Third Layer: Large Model Natural Language Understanding Module (LLMClient)

LLMClient is a client class that interacts with large language model (LLM) services, specifically designed to communicate with Ollama services. It employs a multi-process architecture for streaming output, automatically determines whether the LLM service runs on orin1 or orin2, and supports intelligent sentence splitting.


Core Architecture

Multi-Process Design

The module uses the spawn method of multiprocessing to create child processes for the following reasons:

  • Non-Blocking: HTTP streaming requests execute in child processes while the main process remains responsive
  • Interruptibility: Users can interrupt the current request at any time and start a new conversation
  • Cross-Platform Compatibility: The spawn mode behaves consistently on Windows and Linux
┌─────────────────────────────────────────────────────────┐
│ Main Process │
│ ┌─────────────┐ ┌─────────────┐ ┌─────────────┐ │
│ │ Sentence │ ← │ Queue Read │ ← │ Result │ │
│ │ Concatenate │ │ │ │ Processing │ │
│ └─────────────┘ └─────────────┘ └─────────────┘ │
└─────────────────────────────────────────────────────────┘
↑ Queue
┌─────────────────────────────────────────────────────────┐
│ Child Process │
│ ┌─────────────┐ ┌─────────────┐ ┌─────────────┐ │
│ │ OpenAI SDK │ → │ Stream │ → │ Queue Write │ │
│ │ │ │ Iteration │ │ │ │
│ └─────────────┘ └─────────────┘ └─────────────┘ │
└─────────────────────────────────────────────────────────┘

Class Attributes Explanation

Configuration Attributes

AttributeDefaultDescription
max_history1Number of historical conversation rounds (1 round = user + assistant = 2 messages)
historydeque(maxlen=2)Double-ended queue that automatically limits history length
sentence_endings"。!?.!?"Forced sentence-ending punctuation
soft_endings",、;;,"Soft-split punctuation (works with max_len)
max_len25Soft-split trigger threshold (character count)
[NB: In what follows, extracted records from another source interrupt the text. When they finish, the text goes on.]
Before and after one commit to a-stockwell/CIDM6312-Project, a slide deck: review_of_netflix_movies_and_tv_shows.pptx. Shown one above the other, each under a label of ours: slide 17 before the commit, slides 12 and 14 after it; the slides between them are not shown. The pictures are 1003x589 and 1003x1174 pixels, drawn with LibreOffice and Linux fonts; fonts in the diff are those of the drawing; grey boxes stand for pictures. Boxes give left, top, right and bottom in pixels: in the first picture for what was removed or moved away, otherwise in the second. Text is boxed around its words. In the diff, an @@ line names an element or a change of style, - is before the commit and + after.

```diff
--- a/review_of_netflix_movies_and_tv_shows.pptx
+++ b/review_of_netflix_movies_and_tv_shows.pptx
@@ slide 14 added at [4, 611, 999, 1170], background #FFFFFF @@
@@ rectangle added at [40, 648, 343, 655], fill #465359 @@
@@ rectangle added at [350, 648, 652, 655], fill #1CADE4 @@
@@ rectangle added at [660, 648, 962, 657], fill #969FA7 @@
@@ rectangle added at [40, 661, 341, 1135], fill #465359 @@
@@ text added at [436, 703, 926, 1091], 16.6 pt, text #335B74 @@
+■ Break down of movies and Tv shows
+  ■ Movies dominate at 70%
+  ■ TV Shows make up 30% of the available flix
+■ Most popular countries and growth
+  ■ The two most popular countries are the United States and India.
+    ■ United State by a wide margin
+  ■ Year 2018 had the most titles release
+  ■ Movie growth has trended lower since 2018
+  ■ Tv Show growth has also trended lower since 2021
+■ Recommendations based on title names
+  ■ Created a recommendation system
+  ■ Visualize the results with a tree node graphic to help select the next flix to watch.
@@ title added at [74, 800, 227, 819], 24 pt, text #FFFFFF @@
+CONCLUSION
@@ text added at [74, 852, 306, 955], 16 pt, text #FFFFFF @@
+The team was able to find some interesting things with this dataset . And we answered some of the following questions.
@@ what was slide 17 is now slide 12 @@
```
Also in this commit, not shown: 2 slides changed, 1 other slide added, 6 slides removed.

Service Discovery Attributes

AttributeDescription
active_llm_ipAuto-detected Ollama service IP
llm_endpointComplete API endpoint URL
api_keyAPI key (Ollama default is "ollama")
llm_modelModel name in use, default qwen2.5:1.5b

Execution Flow

1. Initialization Flow (__init__)

Start

Set history queue (deque)

Call test_llm_ip() to probe service

Configure API endpoint, key, model

Set system message

Complete

2. Service Discovery Flow (test_llm_ip)

This method automatically detects the Ollama service location:

Iterate candidate IPs: [192.168.41.3, 192.168.41.2]

Make GET /api/version request for each IP

Successful? ─── Yes ───→ Return this IP
↓ No
Try next IP

All failed? ───→ Return None, subsequent requests will be rejected

Design Points:

  • Use urllib.request instead of httpx to reduce dependencies
  • Log detailed information for troubleshooting network issues

3. Streaming Request Flow (stream_sentence)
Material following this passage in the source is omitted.